Renny und ich haben die Plätze getauscht, damit die andere schlafen kann. Renny wollte Julian nicht fahren lassen, weil sie ihm nicht traut. Sie behauptet, dass nur Leute, die beide Hände zur Verfügung haben, ein Auto steuern können. Es scheint ihn nicht zu stören, und er hat den größten Teil der Strecke nach Colorado geschlafen. Wir sind alle müde und machen in der Sicherheit des Wagens ein Nickerchen nach dem anderen. Es fühlt sich gut an, auch wenn ich sterben würde für eine richtige Mahlzeit und eine Dusche.

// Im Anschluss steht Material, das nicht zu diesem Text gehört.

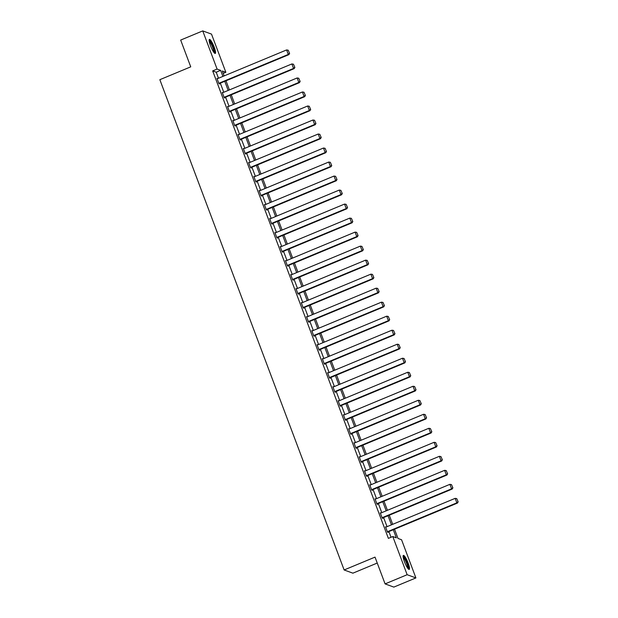 <?xml version="1.0" encoding="UTF-8"?>
<svg xmlns="http://www.w3.org/2000/svg" width="618" height="618" viewBox="0 0 618 618"><rect width="100%" height="100%" fill="white"/><g stroke="black" fill="none" stroke-linecap="round" stroke-linejoin="round"><path stroke-width="0.93" d="M404.45 561.723A7.601 1.468 -112.6 0 1 403.376 555.381A7.601 1.468 -112.6 0 1 408.143 563.075A7.601 1.468 -112.6 0 1 409.209 569.417A7.601 1.468 -112.6 0 1 404.45 561.723M210.506 45.747A7.601 1.468 -112.6 0 1 209.44 39.413A7.601 1.468 -112.6 0 1 214.199 47.107A7.601 1.468 -112.6 0 1 215.273 53.442A7.601 1.468 -112.6 0 1 210.506 45.747M377.25 563.044L352.893 573.172L344.133 569.966L159.846 79.683L190.738 66.844L180.672 40.07L202.743 30.9L211.503 34.106L225.848 72.283L222.302 70.985L224.149 75.898M223.198 73.388L225.848 72.283M394.539 529.209L398.007 538.448L401.561 539.753L415.906 577.93L407.146 574.717L392.801 536.54L396.347 537.845L393.303 529.726M407.146 574.717L385.084 583.894L393.844 587.1L415.906 577.93M218.494 78.247L216.23 72.213L212.677 70.908L388.382 538.378L392.801 536.54M391.032 537.274L388.884 531.557M387.046 526.667L383.616 517.544M381.777 512.654L378.355 503.531M376.516 498.641L373.087 489.518M371.248 484.628L367.818 475.505M365.98 470.615L362.55 461.491M360.711 456.602L357.281 447.478M355.443 442.588L352.013 433.465M350.174 428.575L346.752 419.452M344.914 414.562L341.484 405.439M339.645 400.549L336.215 391.426M334.377 386.536L330.947 377.413M329.108 372.523L325.678 363.399M323.84 358.51L320.41 349.386M318.571 344.496L315.149 335.373M313.303 330.483L309.881 321.36M308.042 316.47L304.612 307.347M302.774 302.457L299.344 293.334M297.505 288.444L294.075 279.321M292.237 274.431L288.807 265.307M286.968 260.417L283.538 251.294M281.7 246.404L278.278 237.281M276.439 232.391L273.009 223.268M271.171 218.378L267.741 209.255M265.902 204.365L262.472 195.242M260.634 190.352L257.204 181.228M255.365 176.339L251.935 167.215M250.097 162.325L246.675 153.202M244.836 148.312L241.406 139.189M239.568 134.299L236.138 125.176M234.299 120.286L230.869 111.163M229.031 106.273L225.601 97.15M223.762 92.26L220.332 83.136M217.567 78.633L216.957 78.37L218.988 83.754L219.575 83.971L219.405 83.523M222.835 92.646L222.225 92.383L224.249 97.768L224.844 97.984L224.674 97.536M228.104 106.659L227.494 106.396L229.517 111.781L230.112 111.997L229.942 111.549M233.372 120.672L232.762 120.41L234.786 125.794L235.381 126.01L235.211 125.562M238.641 134.685L238.03 134.423L240.054 139.807L240.649 140.023L240.479 139.575M243.909 148.699L243.299 148.436L245.323 153.82L245.91 154.036L245.748 153.588M249.17 162.712L248.56 162.449L250.591 167.833L251.178 168.05L251.008 167.602M254.438 176.725L253.828 176.462L255.86 181.846L256.447 182.063L256.277 181.615M259.707 190.738L259.096 190.475L261.12 195.86L261.715 196.076L261.545 195.628M264.975 204.751L264.365 204.488L266.389 209.873L266.984 210.089L266.814 209.641M270.244 218.764L269.633 218.502L271.657 223.886L272.252 224.102L272.082 223.654M275.512 232.777L274.902 232.515L276.926 237.899L277.513 238.115L277.351 237.667M280.773 246.791L280.163 246.528L282.194 251.912L282.781 252.129L282.611 251.68M286.041 260.804L285.431 260.541L287.463 265.925L288.05 266.142L287.88 265.694M291.31 274.817L290.699 274.554L292.723 279.939L293.318 280.155L293.148 279.707M296.578 288.83L295.968 288.567L297.992 293.952L298.587 294.168L298.417 293.72M301.847 302.843L301.236 302.581L303.26 307.965L303.855 308.181L303.685 307.733M307.115 316.856L306.505 316.594L308.529 321.978L309.124 322.194L308.954 321.746M312.376 330.869L311.766 330.607L313.797 335.991L314.384 336.207L314.214 335.759M317.644 344.883L317.034 344.62L319.066 350.004L319.653 350.221L319.483 349.773M322.913 358.896L322.302 358.633L324.326 364.017L324.921 364.234L324.751 363.786M328.181 372.909L327.571 372.646L329.595 378.031L330.19 378.247L330.02 377.799M333.45 386.922L332.839 386.659L334.863 392.044L335.458 392.26L335.288 391.812M338.718 400.935L338.108 400.673L340.132 406.057L340.727 406.273L340.557 405.825M343.987 414.948L343.376 414.686L345.4 420.07L345.987 420.286L345.825 419.838M349.247 428.962L348.637 428.699L350.669 434.083L351.256 434.3L351.086 433.851M354.516 442.975L353.905 442.712L355.929 448.096L356.524 448.313L356.354 447.865M359.784 456.988L359.174 456.725L361.198 462.11L361.793 462.326L361.623 461.878M365.053 471.001L364.442 470.738L366.466 476.123L367.061 476.339L366.891 475.891M370.321 485.014L369.711 484.751L371.735 490.136L372.33 490.352L372.16 489.904M375.589 499.027L374.979 498.765L377.003 504.149L377.59 504.365L377.428 503.917M380.85 513.04L380.24 512.778L382.272 518.162L382.859 518.378L382.689 517.93M386.119 527.054L385.508 526.791L387.532 532.175L388.127 532.392L387.957 531.943M385.084 583.894L375.018 557.119L344.133 569.966M212.677 70.908L217.088 69.077L202.743 30.9M222.913 76.416L220.641 70.375L217.088 69.077M391.457 524.837L388.034 515.713M386.196 510.823L382.766 501.7M380.927 496.81L377.498 487.687M375.659 482.797L372.229 473.674M370.391 468.784L366.961 459.661M365.122 454.771L361.692 445.648M359.854 440.758L356.431 431.634M354.593 426.744L351.163 417.621M349.325 412.731L345.895 403.608M344.056 398.718L340.626 389.595M338.788 384.705L335.358 375.582M333.519 370.692L330.089 361.569M328.251 356.679L324.829 347.555M322.99 342.666L319.56 333.542M317.722 328.652L314.292 319.529M312.453 314.639L309.023 305.516M307.185 300.626L303.755 291.503M301.916 286.613L298.486 277.49M296.648 272.6L293.226 263.477M291.387 258.587L287.957 249.463M286.119 244.573L282.689 235.45M280.85 230.56L277.42 221.437M275.582 216.547L272.152 207.424M270.313 202.534L266.883 193.411M265.045 188.521L261.623 179.398M259.784 174.508L256.354 165.385M254.516 160.495L251.086 151.371M249.247 146.481L245.817 137.358M243.979 132.468L240.549 123.345M238.71 118.455L235.28 109.332M233.442 104.442L230.02 95.319M228.173 90.429L224.751 81.306M225.987 80.788L229.409 89.911M231.256 94.801L234.678 103.924M236.516 108.814L239.946 117.938M241.785 122.828L245.215 131.951M247.053 136.841L250.483 145.964M252.322 150.854L255.752 159.977M257.59 164.867L261.02 173.99M262.859 178.88L266.281 188.003M268.119 192.893L271.549 202.016M273.388 206.906L276.818 216.03M278.656 220.92L282.086 230.043M283.925 234.933L287.355 244.056M289.193 248.946L292.623 258.069M294.462 262.959L297.884 272.082M299.722 276.972L303.152 286.095M304.991 290.985L308.421 300.109M310.259 304.998L313.689 314.122M315.528 319.012L318.958 328.135M320.796 333.025L324.226 342.148M326.065 347.038L329.487 356.161M331.325 361.051L334.755 370.174M336.594 375.064L340.024 384.187M341.862 389.077L345.292 398.201M347.131 403.09L350.56 412.214M352.399 417.104L355.829 426.227M357.667 431.117L361.09 440.24M362.928 445.13L366.358 454.253M368.197 459.143L371.627 468.266M373.465 473.156L376.895 482.279M378.734 487.169L382.163 496.293M384.002 501.183L387.432 510.306M389.27 515.196L392.693 524.319M216.23 72.213L220.641 70.375M217.111 78.764L217.551 78.586M222.38 92.777L222.82 92.6M227.648 106.79L228.088 106.613M232.909 120.804L233.357 120.626M238.177 134.817L238.618 134.639M243.446 148.83L243.886 148.652M248.714 162.843L249.154 162.665M253.983 176.856L254.423 176.678M259.251 190.869L259.691 190.692M264.512 204.882L264.96 204.705M269.78 218.896L270.221 218.718M275.049 232.909L275.489 232.731M280.317 246.922L280.757 246.744M285.586 260.935L286.026 260.757M290.854 274.948L291.294 274.771M296.115 288.961L296.563 288.784M301.383 302.974L301.823 302.797M306.652 316.988L307.092 316.81M311.92 331.001L312.36 330.823M317.188 345.014L317.629 344.836M322.457 359.027L322.897 358.849M327.718 373.04L328.166 372.863M332.986 387.053L333.426 386.876M338.255 401.067L338.695 400.889M343.523 415.087L343.963 414.902M348.791 429.101L349.232 428.915M354.06 443.114L354.5 442.928M359.328 457.127L359.769 456.941M364.589 471.14L365.029 470.955M369.858 485.153L370.298 484.968M375.126 499.166L375.566 498.981M380.394 513.179L380.835 512.994M385.663 527.193L386.103 527.007M217.127 78.818L286.605 49.934L288.297 54.423L288.884 54.639L289.603 53.426L288.189 50.197L289.603 53.426M218.965 83.708L288.884 54.639M218.818 83.306L288.297 54.423L289.363 53.341M288.189 50.197L286.605 49.934M209.147 40.641A6.574 1.267 -112.6 0 1 212.399 45.261A6.574 1.267 -112.6 0 1 214.423 52.267A6.574 1.267 -112.6 0 1 214.199 52.777M213.751 52.206A6.087 1.174 67.4 0 0 213.774 52.036A6.087 1.174 67.4 0 0 212.198 46.226A6.087 1.174 67.4 0 0 209.239 41.36M214.794 53.333A7.547 1.46 67.4 0 0 214.832 53.086A7.547 1.46 67.4 0 0 212.855 45.832A7.547 1.46 67.4 0 0 209.178 39.83M403.09 556.609A6.574 1.267 -112.6 0 1 407.185 563.276A6.574 1.267 -112.6 0 1 408.135 568.753M407.687 568.181A6.087 1.174 67.4 0 0 406.629 563.415A6.087 1.174 67.4 0 0 403.183 557.336M408.73 569.302A7.547 1.46 67.4 0 0 407.424 563.369A7.547 1.46 67.4 0 0 403.121 555.806M222.395 92.831L291.874 63.948L293.565 68.436L294.153 68.652L294.871 67.439L293.45 64.21L294.871 67.439M224.234 97.721L294.153 68.652M224.087 97.32L293.565 68.436L294.631 67.354M293.45 64.21L291.874 63.948M227.663 106.844L297.142 77.961L298.826 82.449L299.421 82.665L300.139 81.452L298.718 78.223L300.139 81.452M229.502 111.734L299.421 82.665M229.348 111.333L298.826 82.449L299.9 81.367M298.718 78.223L297.142 77.961M232.932 120.858L302.411 91.974L304.095 96.462L304.689 96.678L305.408 95.466L303.986 92.237L305.408 95.466M234.77 125.748L304.689 96.678M234.616 125.346L304.095 96.462L305.168 95.381M303.986 92.237L302.411 91.974M238.2 134.871L307.679 105.987L309.363 110.475L309.958 110.692L310.669 109.479L309.255 106.25L310.669 109.479M240.039 139.761L309.958 110.692M239.884 139.359L309.363 110.475L310.437 109.394M309.255 106.25L307.679 105.987M243.461 148.884L312.94 120L314.632 124.488L315.226 124.705L315.937 123.492L314.523 120.263L315.937 123.492M245.3 153.774L315.226 124.705M245.153 153.372L314.632 124.488L315.705 123.407M314.523 120.263L312.94 120M248.73 162.897L318.208 134.013L319.9 138.502L320.487 138.718L321.205 137.505L319.792 134.276L321.205 137.505M250.568 167.787L320.487 138.718M250.421 167.385L319.9 138.502L320.974 137.42M319.792 134.276L318.208 134.013M253.998 176.91L323.477 148.026L325.168 152.515L325.756 152.731L326.474 151.518L325.053 148.289L326.474 151.518M255.837 181.8L325.756 152.731M255.69 181.398L325.168 152.515L326.234 151.433M325.053 148.289L323.477 148.026M259.266 190.923L328.745 162.04L330.429 166.528L331.024 166.744L331.742 165.531L330.321 162.302L331.742 165.531M261.105 195.813L331.024 166.744M260.95 195.412L330.429 166.528L331.503 165.446M330.321 162.302L328.745 162.04M264.535 204.937L334.014 176.053L335.698 180.541L336.292 180.757L337.011 179.544L335.589 176.315L337.011 179.544M266.373 209.826L336.292 180.757M266.219 209.425L335.698 180.541L336.771 179.459M335.589 176.315L334.014 176.053M269.803 218.95L339.282 190.066L340.966 194.554L341.561 194.77L342.279 193.558L340.858 190.329L342.279 193.558M271.642 223.84L341.561 194.77M271.487 223.438L340.966 194.554L342.04 193.473M340.858 190.329L339.282 190.066M275.064 232.963L344.543 204.079L346.234 208.567L346.829 208.784L347.54 207.571L346.126 204.342L347.54 207.571M276.903 237.853L346.829 208.784M276.756 237.451L346.234 208.567L347.308 207.486M346.126 204.342L344.543 204.079M280.333 246.976L349.811 218.092L351.503 222.58L352.09 222.797L352.808 221.584L351.395 218.355L352.808 221.584M282.171 251.866L352.09 222.797M282.024 251.464L351.503 222.58L352.577 221.499M351.395 218.355L349.811 218.092M285.601 260.989L355.08 232.105L356.771 236.594L357.358 236.81L358.077 235.597L356.656 232.368L358.077 235.597M287.44 265.879L357.358 236.81M287.293 265.477L356.771 236.594L357.837 235.512M356.656 232.368L355.08 232.105M290.869 275.002L360.348 246.119L362.032 250.607L362.627 250.823L363.345 249.61L361.924 246.381L363.345 249.61M292.708 279.892L362.627 250.823M292.561 279.49L362.032 250.607L363.106 249.525M361.924 246.381L360.348 246.119M296.138 289.015L365.617 260.132L367.301 264.62L367.895 264.836L368.614 263.623L367.192 260.394L368.614 263.623M297.976 293.905L367.895 264.836M297.822 293.504L367.301 264.62L368.374 263.538M367.192 260.394L365.617 260.132M301.406 303.029L370.885 274.145L372.569 278.633L373.164 278.849L373.882 277.636L372.461 274.407L373.882 277.636M303.245 307.918L373.164 278.849M303.09 307.517L372.569 278.633L373.643 277.552M372.461 274.407L370.885 274.145M306.675 317.042L376.146 288.158L377.837 292.646L378.432 292.862L379.143 291.65L377.729 288.421L379.143 291.65M308.513 321.932L378.432 292.862M308.359 321.53L377.837 292.646L378.911 291.565M377.729 288.421L376.146 288.158M311.935 331.055L381.414 302.171L383.106 306.659L383.693 306.876L384.411 305.663L382.998 302.434L384.411 305.663M313.774 335.945L383.693 306.876M313.627 335.543L383.106 306.659L384.18 305.578M382.998 302.434L381.414 302.171M317.204 345.068L386.683 316.184L388.374 320.672L388.961 320.889L389.68 319.676L388.259 316.447L389.68 319.676M319.042 349.958L388.961 320.889M318.896 349.556L388.374 320.672L389.44 319.591M388.259 316.447L386.683 316.184M322.472 359.081L391.951 330.197L393.643 334.686L394.23 334.902L394.948 333.689L393.527 330.46L394.948 333.689M324.311 363.971L394.23 334.902M324.164 363.569L393.643 334.686L394.709 333.604M393.527 330.46L391.951 330.197M327.741 373.094L397.22 344.211L398.904 348.699L399.498 348.915L400.217 347.702L398.795 344.473L400.217 347.702M329.579 377.984L399.498 348.915M329.425 377.583L398.904 348.699L399.977 347.617M398.795 344.473L397.22 344.211M333.009 387.107L402.488 358.224L404.172 362.712L404.767 362.928L405.485 361.715L404.064 358.486L405.485 361.715M334.848 391.997L404.767 362.928M334.693 391.596L404.172 362.712L405.246 361.63M404.064 358.486L402.488 358.224M338.278 401.121L407.756 372.237L409.44 376.725L410.035 376.941L410.746 375.729L409.332 372.499L410.746 375.729M340.116 406.011L410.035 376.941M339.962 405.609L409.44 376.725L410.514 375.644M409.332 372.499L407.756 372.237M343.538 415.134L413.017 386.25L414.709 390.738L415.304 390.955L416.014 389.742L414.601 386.513L416.014 389.742M345.377 420.024L415.304 390.955M345.23 419.622L414.709 390.738L415.783 389.657M414.601 386.513L413.017 386.25M348.807 429.147L418.286 400.263L419.977 404.751L420.564 404.968L421.283 403.755L419.861 400.526L421.283 403.755M350.645 434.037L420.564 404.968M350.499 433.635L419.977 404.751L421.043 403.67M419.861 400.526L418.286 400.263M354.075 443.16L423.554 414.276L425.246 418.765L425.833 418.981L426.551 417.768L425.13 414.539L426.551 417.768M355.914 448.05L425.833 418.981M355.767 447.648L425.246 418.765L426.312 417.683M425.13 414.539L423.554 414.276M359.344 457.173L428.822 428.289L430.507 432.778L431.101 432.994L431.82 431.781L430.398 428.552L431.82 431.781M361.182 462.063L431.101 432.994M361.028 461.661L430.507 432.778L431.58 431.696M430.398 428.552L428.822 428.289M364.612 471.186L434.091 442.303L435.775 446.791L436.37 447.007L437.088 445.794L435.667 442.565L437.088 445.794M366.451 476.076L436.37 447.007M366.296 475.675L435.775 446.791L436.849 445.709M435.667 442.565L434.091 442.303M369.881 485.2L439.359 456.316L441.043 460.804L441.638 461.02L442.349 459.807L440.935 456.578L442.349 459.807M371.719 490.089L441.638 461.02M371.565 489.688L441.043 460.804L442.117 459.722M440.935 456.578L439.359 456.316M375.141 499.213L444.62 470.329L446.312 474.817L446.907 475.041L447.617 473.821L446.204 470.592L447.617 473.821M376.98 504.103L446.907 475.041M376.833 503.701L446.312 474.817L447.386 473.736M446.204 470.592L444.62 470.329M380.41 513.226L449.889 484.342L451.58 488.83L452.167 489.054L452.886 487.834L451.472 484.605L452.886 487.834M382.248 518.116L452.167 489.054M382.102 517.714L451.58 488.83L452.646 487.749M451.472 484.605L449.889 484.342M385.678 527.239L455.157 498.355L456.849 502.843L457.436 503.067L458.154 501.847L456.733 498.618L458.154 501.847M387.517 532.129L457.436 503.067M387.37 531.727L456.849 502.843L457.915 501.762M456.733 498.618L455.157 498.355"/></g></svg>

Nach dem Passieren des Liberty-Village-Schildes sind wir alle hellwach. Wir sprechen nicht, sondern sitzen in ergriffenem Schweigen. Ich für meinen Teil kann gar nicht glauben, dass es wirklich wahr ist. Ich fürchte die ganze Zeit, die Stadt verschwindet wie ein Spuk, wenn ich die Augen schließe oder einschlafe. Der Ausblick verändert sich. Die wogenden Hügel der Plains des mittleren Westens weichen der bergigen Vielfalt von Colorado, eine Landschaft, die in Farbe und Form ihre eigene fremdartige Harmonie hat. Es gibt so viele Grüns und Graus, so viele neue Strukturen zu bewundern. Das Gemeinschaftsgefühl im Auto kommt mir vor wie ein Summen in der Luft. Ich brauche eine Weile, bis ich erkenne, was es eigentlich ist: Hoffnung.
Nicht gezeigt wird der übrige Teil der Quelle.